[Collection entries]
_ _ _ _
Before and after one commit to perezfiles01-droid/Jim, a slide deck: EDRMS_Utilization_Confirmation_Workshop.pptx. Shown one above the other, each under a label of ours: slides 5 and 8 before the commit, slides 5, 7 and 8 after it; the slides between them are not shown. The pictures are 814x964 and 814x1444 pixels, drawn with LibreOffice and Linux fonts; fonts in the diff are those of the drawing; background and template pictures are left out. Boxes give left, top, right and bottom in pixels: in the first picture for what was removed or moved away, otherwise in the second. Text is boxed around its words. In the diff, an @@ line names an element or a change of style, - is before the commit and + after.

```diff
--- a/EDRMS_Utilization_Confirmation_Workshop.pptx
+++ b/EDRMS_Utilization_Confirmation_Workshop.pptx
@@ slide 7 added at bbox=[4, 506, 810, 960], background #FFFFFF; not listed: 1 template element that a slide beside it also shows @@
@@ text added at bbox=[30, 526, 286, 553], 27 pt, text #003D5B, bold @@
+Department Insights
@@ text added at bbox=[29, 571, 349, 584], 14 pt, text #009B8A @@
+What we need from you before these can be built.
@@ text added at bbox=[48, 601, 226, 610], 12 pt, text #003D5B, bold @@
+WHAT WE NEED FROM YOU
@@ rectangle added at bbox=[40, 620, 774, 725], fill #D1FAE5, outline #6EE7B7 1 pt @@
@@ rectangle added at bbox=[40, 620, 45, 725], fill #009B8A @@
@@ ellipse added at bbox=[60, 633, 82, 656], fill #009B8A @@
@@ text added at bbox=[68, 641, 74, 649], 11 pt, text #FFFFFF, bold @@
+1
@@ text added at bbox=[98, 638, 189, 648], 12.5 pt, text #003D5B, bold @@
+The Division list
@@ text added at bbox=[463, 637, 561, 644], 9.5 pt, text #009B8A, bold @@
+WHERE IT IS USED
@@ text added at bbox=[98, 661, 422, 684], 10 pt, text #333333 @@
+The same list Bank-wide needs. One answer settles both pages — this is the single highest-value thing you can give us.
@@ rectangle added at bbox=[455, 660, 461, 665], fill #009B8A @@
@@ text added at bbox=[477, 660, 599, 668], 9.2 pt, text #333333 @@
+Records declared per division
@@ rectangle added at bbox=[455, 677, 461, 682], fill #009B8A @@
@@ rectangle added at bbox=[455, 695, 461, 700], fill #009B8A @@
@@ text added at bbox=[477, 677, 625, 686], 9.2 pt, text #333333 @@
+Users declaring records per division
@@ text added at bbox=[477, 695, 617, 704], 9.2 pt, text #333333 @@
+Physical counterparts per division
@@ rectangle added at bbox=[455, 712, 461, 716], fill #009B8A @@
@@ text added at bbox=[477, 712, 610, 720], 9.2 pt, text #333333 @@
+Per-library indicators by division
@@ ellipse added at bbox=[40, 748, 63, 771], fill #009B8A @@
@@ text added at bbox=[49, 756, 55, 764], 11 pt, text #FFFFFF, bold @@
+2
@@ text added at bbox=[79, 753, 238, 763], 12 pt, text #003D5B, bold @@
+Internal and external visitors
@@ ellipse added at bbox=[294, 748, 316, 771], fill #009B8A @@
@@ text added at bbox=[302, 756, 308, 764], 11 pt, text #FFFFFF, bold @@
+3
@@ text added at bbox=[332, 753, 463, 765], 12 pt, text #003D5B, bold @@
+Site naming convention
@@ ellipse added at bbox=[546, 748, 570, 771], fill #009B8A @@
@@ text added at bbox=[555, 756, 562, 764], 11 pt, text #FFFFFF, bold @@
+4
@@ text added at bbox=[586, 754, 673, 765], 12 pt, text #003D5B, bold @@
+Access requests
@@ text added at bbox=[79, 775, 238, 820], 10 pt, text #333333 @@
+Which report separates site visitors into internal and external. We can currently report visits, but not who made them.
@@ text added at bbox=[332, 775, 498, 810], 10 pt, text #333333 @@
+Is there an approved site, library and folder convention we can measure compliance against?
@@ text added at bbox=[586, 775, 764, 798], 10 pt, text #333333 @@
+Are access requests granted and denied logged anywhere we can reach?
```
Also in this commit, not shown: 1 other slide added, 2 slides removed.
_ _ _ _
▶ **WHAT YOU ARE ASKED TO DO**
Lines from the entries that contain the string "external" are what must be copied.

▶ **REPLY**
+Internal and external visitors
+Which report separates site visitors into internal and external. We can currently report visits, but not who made them.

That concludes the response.